5.3 Multimodal feature navigation view
This view supports interactive navigation of the original videos (R6). We adopted the periphery plot [67] as the operation summary (Fig. 3C1). In the middle focused detail view, we fused the facial and audio features to assign an activation value to frame . The fusion favors non-neutral emotions with higher priority given to negative ones because they have a greater impact on satisfaction [12]. The activation values are plotted to show an overview of the operation. Brushing selects the period for the below features. The periphery plots on both sides allow quick navigation to consecutive operations and contextualize the focused operation with neighbors. The three bars show the count of activation values.
The audio and visual channels are one-dimensional shaded matrices (Fig. 3C2) that encode the positive and negative outputs of facial expressions and audio emotions. Obscured and muted frames are encoded with the stripped pattern as before. The head pose information is shown in line charts (Fig. 3C3). The chart scales are written with the semantic meaning of the angles directly. The proximity between visual features and head pose allows users to verify emotions with occlusion from looking down. Clicking on the views (Fig. 3C4) seeks the time point in the video.
6 Evaluation
We present a case study with E5 and a structured user study to demonstrate the effectiveness and usability of Anchorage.
6.1 Case study

This study describes the satisfaction evaluation process of E5 for services provided by two of his actual subordinates, S1 and S2. He was tasked with rating the services and the agents by exploring the improvised dataset (Sec. 3.3) filtered by S1 and S2. He has been closely involved in the problem characterization and improvised dataset formulation, but he had not used Anchorage nor seen the videos before the case study. He knew about the satisfaction scenarios typically known to frontline agents. He was encouraged to follow the think-aloud protocol during his exploration.
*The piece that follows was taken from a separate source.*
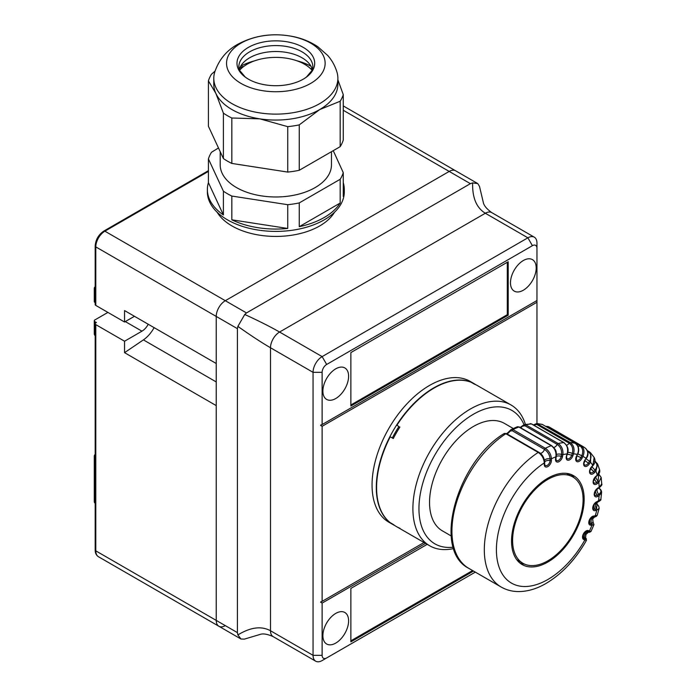 <?xml version="1.0" encoding="UTF-8"?>
<svg xmlns="http://www.w3.org/2000/svg" width="696" height="696" viewBox="0 0 696 696"><rect width="100%" height="100%" fill="white"/><g stroke="black" fill="none" stroke-linecap="round" stroke-linejoin="round"><path stroke-width="1.04" d="M154.12 327.651A23.534 13.589 -60 0 1 143.402 339.883L124.549 352.672L124.549 341.231L95.804 324.632A2.14 1.235 0 0 1 95.178 323.762A2.14 1.235 0 0 1 95.804 322.892L96.413 322.544L94.9 321.665L95.178 334.933M124.549 352.672L216.23 405.603L216.23 620.388A12.841 7.412 120 0 0 218.892 626.261A12.841 7.412 120 0 0 225.304 625.626M425.552 543.385L322.126 603.093L322.126 655.327A6.421 3.706 120 0 0 326.668 657.946L322.126 660.565A12.841 7.412 -60 0 1 315.714 661.2A12.841 7.412 -60 0 1 313.052 655.327L313.052 372.325A12.841 7.412 -60 0 1 322.126 356.604L527.881 237.815L485.329 213.246C476.482 207.86 472.253 197.751 472.636 182.909L470.392 183.666L449.207 171.434A12.841 7.412 -60 0 1 455.628 170.798A12.841 7.412 120 0 0 449.207 171.434L225.304 300.698A12.841 7.412 120 0 0 216.23 316.428L216.23 363.503L124.549 310.573L124.549 322.013L134.459 316.297M536.955 423.525L536.955 248.298A6.421 3.706 120 0 0 532.414 245.679L326.668 364.46A6.421 3.706 120 0 0 322.126 372.325L313.052 372.325L270.5 347.756C261.409 342.475 250.543 335.35 237.884 326.372L237.406 328.651L95.804 246.897L95.804 305.422L124.549 322.013M124.549 341.231L141.949 331.183A11.771 6.795 120 0 0 148.231 324.249M94.9 321.665A2.14 1.235 0 0 1 94.273 320.795A2.14 1.235 0 0 1 94.9 319.916L107.906 312.408M95.178 289.51L95.178 302.612M94.9 302.447A2.14 1.235 180 0 1 94.273 301.577L94.273 288.475A2.14 1.235 180 0 0 94.9 289.345A2.14 1.235 -60 0 1 95.178 288.17M95.804 305.422A2.14 1.235 180 0 1 95.178 304.543L95.178 246.027C95.648 239.65 98.528 234.665 103.817 231.072A2.14 1.235 60 0 1 104.887 231.176L246.488 312.93L244.748 314.479C258.851 320.952 270.466 326.807 279.583 332.035L322.126 356.604L326.668 364.46M536.955 302.273L322.126 426.3L322.126 601.344L424.038 542.506M322.126 372.325L322.126 424.56L320.612 425.43L322.126 426.3M322.126 601.344L320.612 602.214L322.126 603.093M348.6 376.258A18.183 10.501 120 0 0 344.842 367.932A18.183 10.501 120 0 0 330.826 372.804A18.183 10.501 120 0 0 322.883 391.1A18.183 10.501 120 0 0 326.65 399.426A18.183 10.501 120 0 0 340.666 394.554A18.183 10.501 120 0 0 348.6 376.258M536.198 267.951A18.183 10.501 120 0 0 532.431 259.625A18.183 10.501 120 0 0 518.416 264.497A18.183 10.501 120 0 0 510.481 282.793A18.183 10.501 120 0 0 514.248 291.119A18.183 10.501 120 0 0 528.264 286.247A18.183 10.501 120 0 0 536.198 267.951M348.6 620.823A18.183 10.501 120 0 0 344.842 612.497A18.183 10.501 120 0 0 330.826 617.369A18.183 10.501 120 0 0 322.883 635.674A18.183 10.501 120 0 0 326.65 644A18.183 10.501 120 0 0 340.666 639.119A18.183 10.501 120 0 0 348.6 620.823M322.126 660.565L475.325 572.121M473.506 571.068L350.871 641.869L350.871 588.416L427.214 544.342M470.392 183.666L246.488 312.93M343.259 110.264L449.207 171.434L225.304 300.698A12.841 7.412 -60 0 0 216.23 316.428L216.23 620.388L237.406 632.612L237.884 634.935C250.543 627.183 261.409 625.791 270.5 630.759L313.052 655.327L322.126 655.327M237.406 328.651L237.406 632.612M508.21 261.748L350.871 352.585L350.871 406.038L508.21 315.201L508.21 261.748M322.126 424.56L536.955 300.533M237.884 634.935L240.999 639.024L218.892 626.261A12.841 7.412 -60 0 1 216.23 620.388L95.804 550.858L95.804 324.632M240.999 639.024L244.34 639.128L260.948 634.169C263.923 633.517 267.986 634.334 273.163 636.631L273.163 636.631A12.841 7.412 -60 0 1 270.5 630.759L270.5 347.756A12.841 7.412 -60 0 1 279.583 332.035L485.329 213.246A12.841 7.412 -60 0 1 491.75 212.611C487.174 209.279 484.425 206.173 483.511 203.275L479.492 186.406L477.734 183.561L472.636 182.909M532.414 245.679L527.881 237.815A12.841 7.412 -60 0 1 534.293 237.179A12.841 7.412 -60 0 1 536.955 243.052L536.955 248.298M244.748 314.479L237.884 326.372M321.056 424.812L320.612 425.43M321.056 601.596L320.612 602.214M350.871 404.994L507.306 314.679L507.306 262.27M507.306 314.679L508.21 315.201M472.601 570.546L350.871 640.825M220.206 151.702L220.206 164.856A55.628 32.112 0 0 0 236.501 187.572A55.628 32.112 0 0 0 297.122 194.532A55.628 32.112 0 0 0 331.461 164.856L331.461 151.693M218.483 147.978L211.497 152.267A68.46 39.524 0 0 0 208.417 158.906L223.399 191.191A68.46 39.524 0 0 0 227.427 193.732A68.46 39.524 0 0 0 231.82 196.054L231.82 219.814A68.46 39.524 0 0 0 287.735 228.462L287.735 204.702L231.82 196.054M287.735 204.702A68.46 39.524 0 0 0 299.245 202.919L340.17 179.29A68.46 39.524 0 0 0 343.259 172.643L333.245 150.667M208.417 158.906L208.417 182.665A68.46 39.524 0 0 0 207.373 189.538L207.373 191.87A68.46 39.524 0 0 0 227.427 219.823A68.46 39.524 0 0 0 302.038 228.392A68.46 39.524 0 0 0 344.303 191.87L344.303 189.538A68.46 39.524 0 0 0 343.259 182.665M343.259 172.643L343.259 196.403A68.46 39.524 0 0 0 344.303 189.538M340.17 179.29L340.17 203.049L299.245 226.679A68.46 39.524 0 0 0 340.17 203.049M299.245 202.919L299.245 226.679M306.275 65.302A2.14 1.079 -65.7 0 1 306.579 65.346A2.14 1.079 -65.7 0 1 306.919 65.737M240.416 69.348A2.14 1.296 -122.7 0 0 239.52 68.765M243.322 66.772A2.14 1.166 -117.5 0 0 242.391 66.659L239.746 68.13M223.399 191.191L223.399 214.951L208.417 182.665M207.373 189.538A68.46 39.524 0 0 0 223.399 214.951M231.82 219.814L287.735 228.462M310.686 68.773A2.567 1.522 -58.7 0 1 312.06 68.66L312.139 68.704M214.594 72.558A62.048 35.818 0 0 0 213.794 78.3A62.048 35.818 0 0 0 252.091 111.395A62.048 35.818 0 0 0 319.708 103.626A62.048 35.818 0 0 0 337.882 78.3A62.048 35.818 0 0 0 337.082 72.558C335.22 66.137 332.088 60.439 327.694 55.454L317.863 46.771C310.355 41.734 301.916 38.297 292.555 36.444C272.754 32.703 254.449 35.339 237.64 44.361C226.391 50.59 218.709 59.986 214.594 72.558M240.981 43.152A49.294 28.458 0 0 0 240.981 83.398A49.294 28.458 0 0 0 310.694 83.398A49.294 28.458 0 0 0 310.694 43.152A49.294 28.458 0 0 0 240.981 43.152M213.794 78.3L213.794 84.242A62.048 35.818 0 0 0 215.908 93.508A62.048 35.818 0 0 0 259.773 118.842A62.048 35.818 0 0 0 319.708 109.568L299.245 124.88A68.46 39.524 0 0 1 287.735 126.655L259.773 118.842L231.82 118.007L231.82 163.429L287.735 172.077L287.735 126.655M248.368 47.415A38.846 22.429 0 0 0 247.828 78.822A38.846 22.429 0 0 0 303.308 79.135A38.846 22.429 0 0 0 303.839 78.822A38.846 22.429 0 0 0 303.038 47.258A38.846 22.429 0 0 0 248.368 47.415M312.408 69.609A37.01 21.367 0 0 0 306.692 61.083A37.01 21.367 0 0 0 249.664 57.777A37.01 21.367 0 0 0 244.983 61.083A37.01 21.367 0 0 0 239.259 69.609M311.016 66.233A51.226 29.571 0 0 0 296.8 60.752M254.875 60.752A51.226 29.571 0 0 0 240.659 66.233M299.245 124.88L299.245 170.294A68.46 39.524 180 0 1 287.735 172.077M231.82 163.429A68.46 39.524 180 0 1 223.399 158.566L223.399 113.144A68.46 39.524 0 0 0 231.82 118.007M223.399 158.566L208.417 126.281L208.417 80.867L215.908 93.508L223.399 113.144M215.029 71.114L211.497 74.22A68.46 39.524 0 0 0 208.417 80.867M299.245 170.294L340.17 146.665A68.46 39.524 180 0 0 343.259 140.018L343.259 94.604L337.882 79.814M340.17 146.665L340.17 101.251A68.46 39.524 0 0 0 343.259 94.604M340.17 101.251L319.708 109.568A62.048 35.818 0 0 0 337.882 84.242L337.882 78.3M217.143 212.219A62.048 35.818 0 0 0 231.959 225.939A62.048 35.818 0 0 0 334.532 212.219M239.52 70.313A40.646 23.473 180 0 1 304.578 64.267A40.646 23.473 180 0 1 312.147 70.313M393.127 524.662L388.89 522.217A81.302 46.937 -60 0 1 372.055 484.999A81.302 46.937 -60 0 1 407.543 403.184A81.302 46.937 -60 0 1 470.192 381.399L474.428 383.844A81.302 46.937 120 0 0 411.78 405.629A81.302 46.937 120 0 0 376.292 487.444A81.302 46.937 120 0 0 393.127 524.662A81.302 46.937 120 0 0 394.823 525.567M476.055 384.871A81.302 46.937 120 0 0 474.428 383.844M392.309 437.975A76.595 44.222 -60 0 1 398.939 426.483L396.885 425.291A81.302 46.937 120 0 1 471.279 382.339L474.307 384.088A81.302 46.937 -60 0 1 477.76 385.767L511.038 404.985A81.302 46.937 -60 0 1 525.402 424.351M524.018 424.664A77.021 44.466 120 0 0 511.925 410.44A77.021 44.466 120 0 0 434.904 454.906A77.021 44.466 120 0 0 434.904 543.846A77.021 44.466 120 0 0 453.27 547.195M453.688 548.552A81.302 46.937 -60 0 1 429.736 545.803L429.736 545.803A81.302 46.937 -60 0 1 429.736 451.922A81.302 46.937 -60 0 1 511.038 404.985L477.76 385.767M399.904 528.264A81.302 46.937 -60 0 1 396.459 526.585L429.736 545.803L396.459 526.585A81.302 46.937 -60 0 1 393.275 524.436L390.247 522.687A81.302 46.937 120 0 1 390.247 436.784L393.275 438.532A81.302 46.937 -60 0 1 399.904 427.04M442.395 530.874L451.199 535.955L442.395 530.874A62.048 35.818 120 0 1 442.395 459.23A62.048 35.818 120 0 1 504.435 423.403L513.239 428.492L504.435 423.403M586.302 538.869L586.432 540.392L584.971 540.026A1.288 1.061 -70 0 0 584.962 538.678L586.302 538.869C586.345 537.895 585.075 539.739 585.962 534.485C589.616 530.735 589.016 532.771 589.747 532.196L587.328 531.344A3.88 2.236 120 0 0 586.754 531.248L586.754 531.248C587.241 529.482 581.369 535.737 583.1 537.582A3.88 2.236 120 0 0 583.805 538.226L584.962 538.678A4.28 3.48 111.4 0 1 584.979 534.232A4.28 3.48 111.4 0 1 588.485 531.796A1.288 1.061 -67.8 0 0 589.555 531.074L591.026 531.431L593.975 524.584L591.948 525.219A1.288 1 -89.4 0 0 591.8 523.853L593.035 521.93L592.67 518.894L594.845 516.763L593.053 516.763A3.88 2.236 120 0 0 593.001 516.763L593.001 516.763C593.479 514.997 587.607 521.252 589.338 523.096L589.338 523.096A3.88 2.236 120 0 0 590.565 523.836L591.8 523.853M584.971 540.026L583.805 539.565A5.037 2.906 -60 0 1 583.361 534.015A5.037 2.906 -60 0 1 588.381 530.613L589.451 531.031A72.741 41.995 120 0 0 591.948 525.219L590.713 525.202A5.037 2.906 -60 0 1 589.155 520.565A5.037 2.906 -60 0 1 593.949 516.006L597.22 515.336L599.125 508.376L596.777 510.194A1.288 0.896 -106.1 0 0 596.446 508.854L597.081 504.53M594.288 516.771A1.288 1 90.6 0 0 595.184 516.014A72.741 41.995 120 0 0 596.777 510.194L595.428 510.586A5.037 2.906 -60 0 1 592.827 507.097A5.037 2.906 -60 0 1 597.151 501.598L600.874 499.25L601.596 492.455L599.091 495.674A1.288 0.757 -119.1 0 0 598.586 494.412L598.708 494.343C601.649 492.263 601.622 490.175 598.621 488.079M597.777 501.947A1.288 0.896 73.9 0 0 598.499 501.207A72.741 41.995 120 0 0 599.091 495.674L597.699 496.448A5.037 2.906 -60 0 1 594.201 494.282A5.037 2.906 -60 0 1 597.829 488.148L599.36 487.296L601.727 483.842L601.17 477.447L598.778 482.415A1.288 0.574 -129.4 0 0 598.09 481.284L598.725 474.063M598.682 488.027A1.288 0.757 60.9 0 0 598.934 487.974A1.288 0.757 60.9 0 0 599.212 487.374A72.741 41.995 120 0 0 598.778 482.415L597.42 483.529A5.037 2.906 -60 0 1 593.192 482.798A5.037 2.906 -60 0 1 595.941 476.334L597.438 475.098L599.569 469.704L597.577 463.98L595.019 461.17A1.288 0.739 120 0 1 595.106 461.222A1.288 0.739 120 0 1 595.306 461.457L597.577 463.98L595.993 470.931L595.097 469.991C597.725 466.416 597.516 463.51 594.488 461.265M587.624 451.426L588.285 451.8A1.288 0.739 120 0 1 589.103 451.617A1.288 0.739 120 0 1 589.207 451.704L590.573 452.809L590.591 462.092L589.547 461.361C591.774 457.281 591.348 454.097 588.285 451.8A4.28 2.471 -60 0 1 587.789 452.148M586.171 458.325L586.354 458.351C588.833 455.053 588.485 451.626 585.301 448.067L582.448 446.214A81.302 46.937 -60 0 0 580.682 445.275A1.288 0.739 120 0 0 579.69 445.657L547.317 426.97A1.288 0.739 -60 0 1 548.3 426.578A81.302 46.937 120 0 1 550.075 427.518L580.682 445.275C584.075 447.798 584.849 451.452 583.004 456.228L581.821 455.723C583.518 451.339 582.813 447.98 579.69 445.657A4.28 2.471 -60 0 1 578.15 446.841M595.941 476.334A1.288 0.574 50.6 0 1 595.846 476.803L597.203 475.681A1.288 0.574 50.6 0 0 597.298 475.22A72.741 41.995 120 0 0 595.863 471.079L594.601 472.488A5.037 2.906 -60 0 1 589.86 473.228A5.037 2.906 -60 0 1 591.591 466.764L592.844 465.363A72.741 41.995 120 0 0 590.478 462.266L589.382 463.884A5.037 2.906 -60 0 1 584.379 466.059A5.037 2.906 -60 0 1 584.997 459.934L586.093 458.316A72.741 41.995 120 0 0 582.909 456.411L582.039 458.159A5.037 2.906 -60 0 1 577.019 461.665A5.037 2.906 -60 0 1 576.497 456.185L577.462 454.244C579.307 449.468 578.533 445.814 575.131 443.291L542.184 424.369L536.807 423.516L570.154 442.499C573.617 445.04 574.774 448.746 573.608 453.635L572.338 453.374C573.4 448.894 572.338 445.483 569.163 443.152A4.28 2.471 -60 0 1 566.614 445.231M576.497 456.185L577.367 454.427A72.741 41.995 120 0 0 573.548 453.827L572.938 455.619A5.037 2.906 -60 0 1 568.171 460.265A5.037 2.906 -60 0 1 566.527 455.706L567.197 453.731C568.362 448.842 567.205 445.127 563.743 442.595L531.37 423.899L524.21 424.612L525.802 424.838L558.183 443.535C561.716 446.049 563.29 449.694 562.899 454.453L562.864 454.636A1.288 0.557 -169.8 0 1 561.542 454.584L561.568 454.427C561.924 450.068 560.471 446.736 557.226 444.413A4.28 2.471 -60 0 1 554.216 447.319A4.28 2.471 -60 0 1 553.772 447.415M567.431 453.696L567.136 453.914A72.741 41.995 120 0 0 562.864 454.636L562.551 456.376A5.037 2.906 -60 0 1 558.279 461.935A5.037 2.906 -60 0 1 555.608 458.533L555.947 456.611C556.339 451.852 554.764 448.215 551.223 445.692L518.851 426.996L517.398 426.726L511.082 429.545L512.987 429.615L545.36 448.302C548.979 450.79 550.997 454.236 551.415 458.638L551.415 458.803A1.288 0.739 180 0 1 550.066 458.977L550.066 458.829C549.675 454.819 547.822 451.669 544.498 449.381A4.28 2.471 -60 0 1 541.793 452.861A4.28 2.471 -60 0 1 540.244 453.261M524.462 564.073A51.347 29.65 -60 0 1 519.868 562.986M584.153 499.154A51.347 29.65 120 0 0 573.521 475.646A51.347 29.65 120 0 0 533.954 489.401A51.347 29.65 120 0 0 511.543 541.079A51.347 29.65 120 0 0 522.174 564.578A51.347 29.65 120 0 0 561.742 550.823A51.347 29.65 120 0 0 584.153 499.154M570.99 474.446A51.347 29.65 -60 0 1 574.217 477.882M530.187 423.603L531.666 423.96A1.288 0.739 120 0 0 531.37 423.899A81.302 46.937 120 0 0 525.802 424.838A1.288 0.739 -60 0 0 524.845 425.726L521.556 426.43L520.182 427.492M556.269 456.402A1.288 0.557 10.2 0 1 556.278 456.498A1.288 0.557 10.2 0 1 555.921 456.793A72.741 41.995 120 0 0 551.415 458.803L551.415 460.404A5.037 2.906 -60 0 1 547.848 466.581A5.037 2.906 -60 0 1 544.281 464.519L544.281 462.753C543.863 458.351 541.845 454.914 538.226 452.426L505.853 433.73L504.382 433.408L506.549 433.634A1.288 0.739 120 0 0 505.853 433.73A81.302 46.937 120 0 0 451.93 531.118A81.302 46.937 120 0 0 468.773 568.336L501.146 587.024A81.302 46.937 -60 0 1 484.312 549.814A81.302 46.937 -60 0 1 538.226 452.426A1.288 0.739 120 0 1 538.93 452.33C542.358 454.401 544.263 457.698 544.655 462.24A1.288 0.713 179.4 0 1 544.281 462.753M588.398 531.761A1.288 1.044 111.4 0 0 589.451 531.031L589.555 531.074M597.22 515.336L597.22 515.336C596.341 516.519 595.48 516.997 594.636 516.771M599.569 469.704L599.569 469.704C600.204 471.592 599.456 473.55 597.342 475.577A1.288 0.6 -130.2 0 0 597.438 475.098M591.591 466.764L592.896 465.694L594.14 457.463L590.573 452.809L587.328 450.59M584.997 459.934L586.197 458.142C588.625 453.705 588.155 450.234 584.814 447.745M551.963 446.049A1.288 0.739 120 0 0 551.719 445.701A1.288 0.739 120 0 0 551.223 445.692A81.302 46.937 -60 0 0 545.36 448.302A1.288 0.739 120 0 0 544.498 449.381L512.125 430.685L509.124 431.468C507.384 433.277 506.323 433.982 505.94 433.573L505.844 433.547M506.723 433.808A1.288 0.739 120 0 0 506.549 433.634L538.93 452.33A1.288 0.739 120 0 1 539.096 452.496C542.41 454.784 544.246 457.951 544.585 461.996A1.288 0.713 179.4 0 1 544.655 462.24L544.663 462.396A1.288 0.739 0 0 0 544.655 462.318M544.281 464.519A1.288 0.739 0 0 0 544.663 463.997L544.855 464.963A3.88 2.236 120 0 0 547.935 464.893A3.88 2.236 120 0 0 550.066 460.578L550.066 458.977M584.866 538.643A1.288 1.044 -68.6 0 1 584.866 539.983A72.741 41.995 120 0 1 501.233 572.129A72.741 41.995 120 0 1 544.281 462.918A1.288 0.739 0 0 0 544.663 462.396L544.663 463.997A1.288 0.739 0 0 0 544.585 463.745M575.357 443.43A1.288 0.739 120 0 0 575.244 443.335A1.288 0.739 120 0 0 575.131 443.291A81.302 46.937 -60 0 0 570.154 442.499A1.288 0.739 120 0 0 569.163 443.152L536.781 424.464L533.91 425.038A1.288 0.618 -127.2 0 0 533.353 424.934M547.317 426.97L546.438 426.7M555.608 458.533A1.288 0.557 10.2 0 0 555.965 458.238L556.087 459.96A3.88 2.236 120 0 0 558.862 460.126A3.88 2.236 120 0 0 561.228 456.324L561.542 454.584M566.527 455.706L566.735 458.159A3.88 2.236 120 0 0 569.206 458.533A3.88 2.236 120 0 0 571.677 455.323L572.286 453.531M576.74 456.228L576.271 459.673A3.88 2.236 120 0 0 580.873 457.629L581.743 455.88M585.153 460.126C583.892 463.432 583.57 464.858 584.196 464.406L584.196 464.406A3.88 2.236 120 0 0 588.355 463.127L589.451 461.509M591.635 467.103C589.947 470.252 589.434 471.932 590.104 472.123L590.104 472.123A3.88 2.236 120 0 0 593.731 471.523L594.984 470.122M595.846 476.803C593.462 480.614 592.74 482.493 593.688 482.432L593.688 482.432A3.88 2.236 120 0 0 596.724 482.398L598.09 481.284M597.829 488.148A1.288 0.757 60.9 0 1 597.542 488.749C594.636 490.088 594.175 495.857 594.767 494.795L594.767 494.795A3.88 2.236 120 0 0 597.194 495.187L598.586 494.412M597.151 501.598A1.288 0.896 73.9 0 1 596.602 502.312C592.635 504.043 592.914 509.594 593.297 508.593L593.297 508.593A3.88 2.236 120 0 0 595.106 509.246L596.446 508.854M512.595 540.461A49.851 28.78 120 0 0 522.922 563.282A49.851 28.78 120 0 0 561.341 549.927A49.851 28.78 120 0 0 583.1 499.763A49.851 28.78 120 0 0 572.773 476.943A49.851 28.78 120 0 0 534.354 490.297A49.851 28.78 120 0 0 512.595 540.461M208.417 171.407L104.887 231.176A12.841 7.412 -60 0 0 95.804 246.897A2.14 1.235 180 0 1 95.178 246.027M143.402 339.883L216.23 381.93M125.306 321.578L141.949 331.183M95.178 457.211L95.178 502.634M95.178 323.762L95.178 549.988A2.14 1.235 0 0 0 95.804 550.858A12.841 7.412 -60 0 0 98.467 556.739L218.892 626.261M94.273 320.795L94.273 333.897A2.14 1.235 0 0 0 94.9 334.767A2.14 1.235 -60 0 0 95.178 335.62M94.273 501.598A2.14 1.235 0 0 0 94.9 502.468A2.14 1.235 -60 0 0 95.178 503.321A2.14 2.14 0 0 1 94.273 501.598L94.273 456.176A2.14 1.235 180 0 0 94.9 457.055A2.14 1.235 -60 0 1 95.178 455.871M303.839 78.822L306.362 77.134L312.173 70.261L312.852 66.947A37.01 21.367 0 0 0 289.997 47.206A37.01 21.367 0 0 0 249.664 51.835A37.01 21.367 0 0 0 238.824 66.947L239.502 70.261L245.314 77.134L247.828 78.822M592.078 525.219A1.288 1.009 -91.2 0 0 591.913 523.853A4.28 3.323 90.6 0 1 591.409 519.303A4.28 3.323 90.6 0 1 594.401 516.78A1.288 1.018 -89.3 0 0 595.315 516.014M596.916 510.151A1.288 0.913 -108 0 0 596.568 508.82A4.28 2.993 73.9 0 1 595.489 504.356A4.28 2.993 73.9 0 1 596.724 502.277M599.239 495.595A1.288 0.766 -120.9 0 0 598.708 494.343A4.28 2.514 60.9 0 1 597.011 490.149A4.28 2.514 60.9 0 1 597.264 488.923M598.925 482.293A1.288 0.583 -131.1 0 0 598.203 481.18A4.28 1.905 50.6 0 1 595.889 477.404A4.28 1.905 50.6 0 1 595.828 476.821M595.993 470.931L595.097 469.991A4.28 1.192 41.9 0 1 592.2 466.79A4.28 1.192 41.9 0 1 592.096 466.581M590.591 462.092L586.058 458.786M583.004 456.228L577.871 453.931M573.608 453.635L572.338 453.374A4.28 1.14 18.8 0 0 568.127 452.4A4.28 1.14 18.8 0 0 567.814 452.417M562.899 454.453A1.288 0.548 -171.5 0 1 561.568 454.427A4.28 1.853 10.2 0 0 557.148 454.253A4.28 1.853 10.2 0 0 556.435 454.584M551.415 458.638A1.288 0.731 178.3 0 1 550.066 458.829A4.28 2.471 0 0 0 545.577 459.412A4.28 2.471 0 0 0 544.472 460.508M599.012 488.322A1.288 0.739 120 0 0 598.838 488.14A1.288 0.739 120 0 0 598.725 488.087L598.838 488.14C600.718 489.288 601.64 490.723 601.596 492.446M551.415 460.404A1.288 0.739 180 0 1 550.066 460.578A4.28 2.471 0 0 0 545.577 461.152A4.28 2.471 0 0 0 544.655 461.953M542.967 424.725A1.288 0.739 120 0 0 542.871 424.647A1.288 0.739 120 0 0 542.758 424.595A81.302 46.937 120 0 0 537.782 423.812A1.288 0.739 -60 0 0 536.781 424.464M519.581 427.361A1.288 0.739 120 0 0 519.346 427.005A1.288 0.739 120 0 0 518.851 426.996A81.302 46.937 120 0 0 512.987 429.615A1.288 0.739 -60 0 0 512.125 430.685M587.346 450.625L588.973 451.565M524.845 425.726L557.226 444.413A1.288 0.739 120 0 1 558.183 443.535A81.302 46.937 -60 0 1 563.743 442.595A1.288 0.739 120 0 1 564.038 442.647C569.885 448.128 567.771 451.756 567.501 453.627L567.197 453.731M509.646 431.659A4.28 2.471 -60 0 1 506.671 433.704M562.551 456.376A1.288 0.557 -169.8 0 1 561.228 456.324A4.28 1.853 10.2 0 0 556.295 456.358M522.139 426.544A4.28 2.471 -60 0 1 520.521 427.683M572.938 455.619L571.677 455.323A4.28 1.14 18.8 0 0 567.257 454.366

Service exploration (R1-2). Beginning from the service overview (Fig. 3A), E5 first ranked the videos by descending service satisfaction score. ST09 (Fig. 3A2; Video names were masked during the exploration) was ranked number one on the list. He noticed that all metrics favored the service because all bars showed positive values, and there was a distinctive audio anchor in the buoy chart. Reading the basic info on the left column, he quickly determined it should be the ST type. He selected the service to see who the agent was (S1) from the service video view. Then, he continued browsing other videos. After a few attempts, his attention was caught by NM08 (Fig. 3A1). He examined the near-zero audio satisfaction score and the polarized buoys in the buoy chart and suspected it was a counteracted case. He felt interested in the case and wanted to know about the conflicting behaviors. He selected the service and proceeded to explore the service record.
Operation exploration (R3-5). Looking at the anchor exploration view (Fig. 3B), he first checked the procedure summary (Fig. 3B1) and did not find many sequential or temporal anomalies. Most of the agent’s operations finished in time, and no procedures deviated from agent guidelines. He ruled out the DP type. He turned to the lateral buoy chart (Fig. 3B2) and discovered the visual anchor indicating significant negative facial expressions. He also noticed that the previous operation of the anchor was very positive. Revisiting the operations’ names (“Execute” and “Pay”), he had a clue about the incident but needed more evidence. He clicked on the anchor icon to investigate the critical transition moment.
Feature verification (R5-6). Entering the multimodal feature navigation view (Fig. 3C), he found that the most negativity was located in the latter part of the “Pay” operation from the periphery summary and the visual feature (Fig. 3C4). He clicked on the orange frames at C4 to navigate the service videos (Fig. 3D). By watching the original video, he concluded that the negative emotions came from having to pay but not because the agent was inattentive. He rejected the DA type and declared it the NM type. However, he wondered why the client had many positive behaviors during the previous operation as he read the left periphery plot (Fig. 3C1). He clicked on the plot and repeated the feature verification analysis. He was intrigued by the fact that the client was only texting on his phone the whole time. This reinforced his NM rating, despite the high satisfaction score on the visual channel. He became confident about Anchorage’s ability to detect counteracted cases. S1 accrued a few NM and ST cases to be rated as good performance.
Satisfaction evaluation (R1-6). By ranking the videos in ascending scores, E5 found DP07 (Fig. 3A4) to have the lowest satisfaction score in both visual and audio channels. He noticed that the service was detected with both temporal and sequential anomalies. He reviewed the service in the anchor exploration view (Fig. 5A). He noticed that the client took longer than usual to upload his files. The procedure was also repeated twice such that it could annoy the client. He concluded that the service belonged to the DP type because he knew it was the only scenario.
A DAP case. The visual anchor under the “Verify” operation drew E5’s attention. He was confused because the typical DP scenario does not stage like this. He investigated the visual anchor and saw the lasting orange frames in Fig. 5B1. From the head pose chart, he observed that S2 had been looking down. He clicked on the behavior (Fig. 5B2) and derived from the videos that S2 had been playing on her phone (Fig. 5C). He speculated S2 might have combined the DA and DP types to create a more unsatisfied DAP case which annoyed the client with the prolonged procedure and the inattentive agent. Nevertheless, he rated S2 as having poor performance as an agent, but good performance as a business analyst in taking the initiative to create new requirements.
6.2 User study

We conducted the user study with a between-subject design and two conditions on the system used to evaluate the effectiveness and usability of Anchorage in evaluating customer service videos.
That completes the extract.